北アメリカにおけるアメリカ・インディアン、北海道におけるアイヌと同様、征服者と被征服者の関係が、ここでも繰り返されたのである。
彼らにとっては、まさに受難の200年間だったといえよう。

なお残る差別と貧困

政府がようやく保護政策に乗り出したのは1920年。 白人の影響を排除した土地に保護区 Aboriginal Land を設ける。
アボリジニの人々に市民権が認められたのは、わずか30年余り前の1967年。今では法律上の差別はなくなった、ということになっている。人口も30万人余りにまで回復した。
1993年には先住権法が制定され、植民開始以前からアボリジニが住んでいた土地の所有権を認めた。
しかし、早くも反動的な動きが見られる。
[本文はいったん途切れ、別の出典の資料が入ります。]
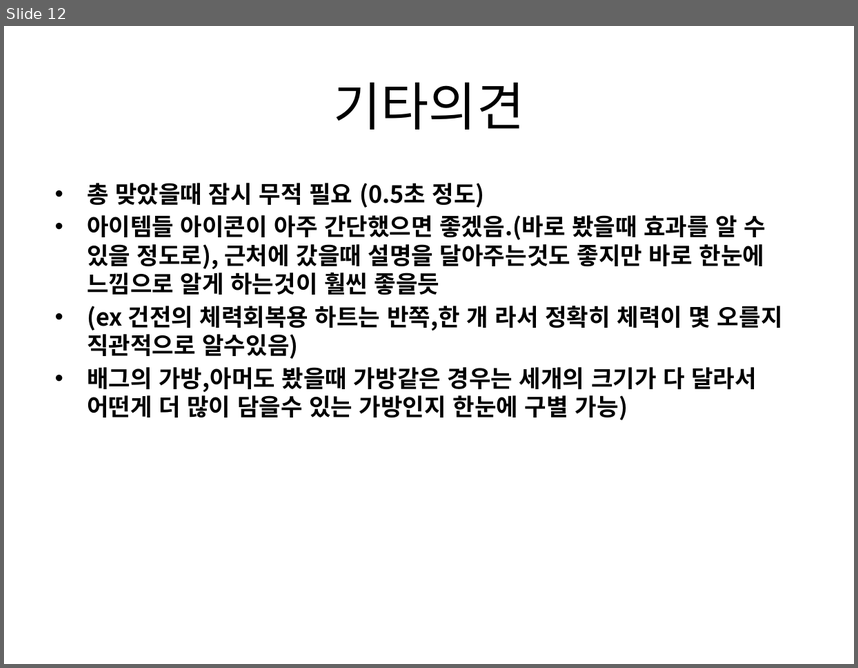
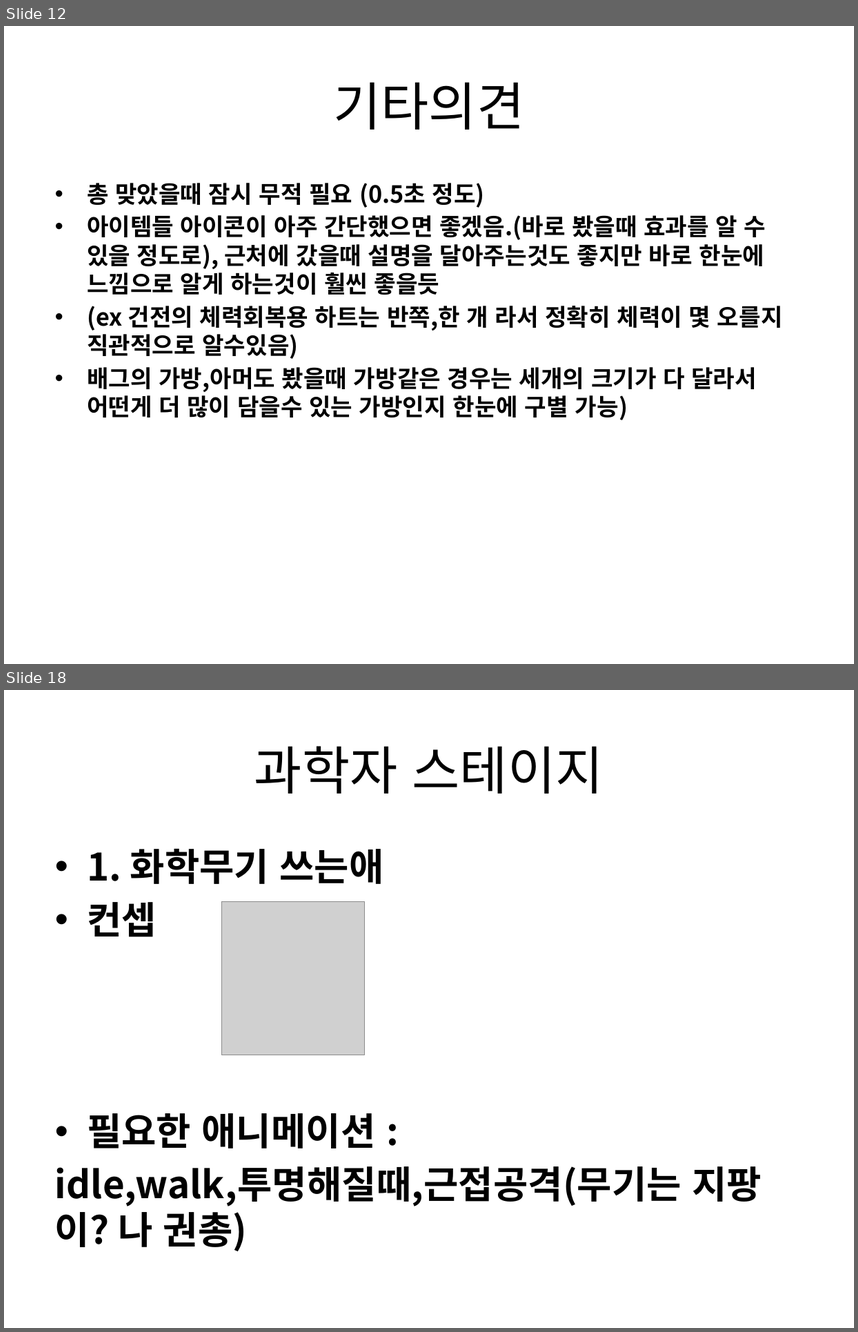
Before and after one commit to gkdlgndpdu/EscapeJail, a slide deck: EscapeJail/Assets/기획/스테이지1기획.pptx. Shown one above the other, each under a label of ours: slide 12 before the commit, slides 12 and 18 after it; the slides between them are not shown. The pictures are 858x668 and 858x1332 pixels, drawn with LibreOffice and Linux fonts; fonts in the diff are those of the drawing; grey boxes stand for pictures. Boxes give left, top, right and bottom in pixels: in the first picture for what was removed or moved away, otherwise in the second. Text is boxed around its words. In the diff, an @@ line names an element or a change of style, - is before the commit and + after.

```diff
--- a/EscapeJail/Assets/기획/스테이지1기획.pptx
+++ b/EscapeJail/Assets/기획/스테이지1기획.pptx
@@ slide 18 added at [4,690,854,1328], background #FFFFFF @@
@@ title added at [254,746,604,793], 44 pt, text #000000 @@
+과학자 스테이지
@@ text added at [55,849,762,1251], 32 pt, text #000000, bold @@
+• 1. 화학무기 쓰는애
+• 컨셉
+• 필요한 애니메이션 :
+idle,walk,투명해질때,근접공격(무기는 지팡이? 나 권총)
@@ picture added at [221,902,364,1055] @@
```
Also in this commit, not shown: 2 slides changed, 5 other slides added, 12 other files.

昨年7月に、先住権改正法が成立した。1993年の先住法が生産活動に支障をきたしかねないとして、農業や鉱山業界などの関係者が、アボリジニの土地使用権に歯止めをかけるよう求めていたものが一部認められた。アボリジニの先住帰属権を廃止する代わりに、アボリジニの団体に補償金を支払うというものである。
この問題には国連までもが動きを見せた。国連の人種差別廃止委員会は、オーストラリアの人種差別的な土地政策を批判し、アボリジニへのコンサルティングなしで改正案を決定したことに、遺憾の意を表明した。つまり、国連はオーストラリアが国際人種法に違反しているという結論を下したのである。

このような法律上・制度上の動きの中で、現実の差別はなお厳然として存在し、失業率は高く、白人との所得格差は大きく、平均寿命も白人より低い。
現在、アボリジニの人々は、内陸部の先祖伝来の土地に住み、白人の保護から脱却して自分達だけの世界を築き上げようとする人達と、都市部またはその近郊に住み白人たちと共存していこうとする人達とに二分されるが、今でも独特の風習や文化を持ちつづける彼らは、都市生活の中で文明社会に融合しようとして身を滅ぼす人達も少なくない。
元来飲酒の習慣がなかったアボリジニだが、今では白人による差別や挫折感からか、アルコール依存症になっている人達も多く、道端や公園に座りこんで、希望なく酒を飲み続けている姿も見受けられる。

真の多民族・多文化国家への期待

かつては世界とコミュニケートする手段を持たず、ただ土地を奪われ、屈してきたアボリジニの人々だったが、今では英語という言語によって、歴史の不当性を主張することができるようになった。それだけに国際社会の向ける目は厳しい。
取り上げられた文化、天然資源、土地、そして様々な権利……。時計の針を逆転させることはできないが、過去の贖罪をし、過ちを問うことはできる。
1972年、アボリジニの人々が首都キャンベラの国会議事堂の前に小さな小屋を立て、「仮設大使館」と名づけて立ち上がったことは、そうした時代背景の先駆けであった。

白豪主義から脱却し「多文化主義」を掲げるオーストラリアが、先住民族のアボリジニとの真の和解を成し遂げ、真の国際社会の一員となることを心から期待するものである。